Ren faced him without Void, without hidden abilities — pure skill against C-Rank experience. And D-Rank skill, no matter how brilliant, has a ceiling.
He took a blow that turned his vision black. A kick to ribs that had barely healed. A grip around his throat that nearly cut off his air. Three times he found something — not strength, but stubbornness — to get back up.
His victory came not from superior technique but from endurance that defied logic. His opponent, stronger and more experienced, ran out of gas first. Ren's final punch — straight, simple, full body weight behind it — connected with the temple. Down.
The arena erupted. Tier two.
Kael healed him in the corner with his jaw clenched. No congratulations. Just rough, efficient healing, the touch of a Healer furious at his patient for still being alive by accident.
Night fell over Helgard.
Ren emerged from The Cage's entrance, his body aching in places the healing hadn't fully reached. Kael walked beside him, quiet.

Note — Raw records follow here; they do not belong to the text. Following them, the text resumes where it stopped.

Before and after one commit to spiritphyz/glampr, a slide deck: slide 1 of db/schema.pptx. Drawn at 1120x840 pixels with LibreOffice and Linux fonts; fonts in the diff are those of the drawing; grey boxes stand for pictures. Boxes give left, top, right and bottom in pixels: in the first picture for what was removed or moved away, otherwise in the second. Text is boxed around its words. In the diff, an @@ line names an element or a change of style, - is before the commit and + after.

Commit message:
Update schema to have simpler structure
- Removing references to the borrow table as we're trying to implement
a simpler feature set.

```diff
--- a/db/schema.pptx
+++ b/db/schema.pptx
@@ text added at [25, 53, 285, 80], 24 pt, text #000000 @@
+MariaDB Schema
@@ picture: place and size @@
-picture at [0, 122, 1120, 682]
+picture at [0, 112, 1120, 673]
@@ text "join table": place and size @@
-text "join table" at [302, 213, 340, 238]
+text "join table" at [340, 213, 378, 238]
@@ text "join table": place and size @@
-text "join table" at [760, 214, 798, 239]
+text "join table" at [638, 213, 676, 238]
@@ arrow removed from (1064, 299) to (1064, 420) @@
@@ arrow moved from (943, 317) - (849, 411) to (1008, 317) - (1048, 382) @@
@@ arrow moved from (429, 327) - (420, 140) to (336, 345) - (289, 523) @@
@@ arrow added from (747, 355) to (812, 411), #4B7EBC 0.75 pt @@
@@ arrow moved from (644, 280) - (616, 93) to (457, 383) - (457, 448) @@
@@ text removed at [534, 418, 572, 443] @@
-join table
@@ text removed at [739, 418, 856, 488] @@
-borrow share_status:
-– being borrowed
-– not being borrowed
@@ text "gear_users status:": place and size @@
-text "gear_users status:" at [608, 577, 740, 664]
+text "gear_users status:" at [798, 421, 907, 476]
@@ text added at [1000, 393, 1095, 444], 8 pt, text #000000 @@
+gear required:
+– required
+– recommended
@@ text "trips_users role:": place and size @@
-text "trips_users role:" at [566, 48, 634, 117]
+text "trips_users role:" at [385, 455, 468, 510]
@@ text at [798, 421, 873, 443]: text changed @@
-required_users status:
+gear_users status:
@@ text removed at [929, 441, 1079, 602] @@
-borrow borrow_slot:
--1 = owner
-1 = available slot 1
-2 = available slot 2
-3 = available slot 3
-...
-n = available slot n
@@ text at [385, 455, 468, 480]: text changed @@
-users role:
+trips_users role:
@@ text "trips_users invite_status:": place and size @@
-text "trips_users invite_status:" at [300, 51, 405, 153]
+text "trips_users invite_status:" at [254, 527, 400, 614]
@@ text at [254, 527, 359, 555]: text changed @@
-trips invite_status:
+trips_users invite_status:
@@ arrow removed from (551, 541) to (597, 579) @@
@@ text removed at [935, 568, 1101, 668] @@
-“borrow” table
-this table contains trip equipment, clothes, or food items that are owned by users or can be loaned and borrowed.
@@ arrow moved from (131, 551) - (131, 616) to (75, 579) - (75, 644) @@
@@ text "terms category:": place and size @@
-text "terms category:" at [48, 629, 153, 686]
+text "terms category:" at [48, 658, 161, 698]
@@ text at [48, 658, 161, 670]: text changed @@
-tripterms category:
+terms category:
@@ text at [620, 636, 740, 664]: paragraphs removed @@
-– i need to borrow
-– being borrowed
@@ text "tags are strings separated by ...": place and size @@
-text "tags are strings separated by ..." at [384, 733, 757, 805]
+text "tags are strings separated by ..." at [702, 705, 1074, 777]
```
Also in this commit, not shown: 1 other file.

On the rooftop of a four-story building overlooking the exit — Nyx sat.
Her legs dangled over the edge, dark cloak drifting in a faint breeze. Her twin daggers rested in her lap, untouched. She watched Ren's figure recede down the street below — steps weary but straight, shoulders refusing to hunch even though his body begged him to.
Her contract was dead. There was no professional reason to still be here. Logic screamed at her to leave — go back to district six, pick up a new contract, forget the D-Rank fighter whose energy made her Demon Mark scream.
Her legs didn't move.
Nyx stared at her own hands. The hands that had dropped a dagger last night — for the first time in ten years on the job. The sensation of recognition that made her nauseous and simultaneously... simultaneously what? She didn't have a word for it. Her vocabulary was built for contracts and killing, not for whatever she'd felt last night.
Below, Ren vanished around the corner.
Nyx stayed where she was. Watching the darkness swallow him. Hating the fact that she was still here, and hating even more that she couldn't make herself leave.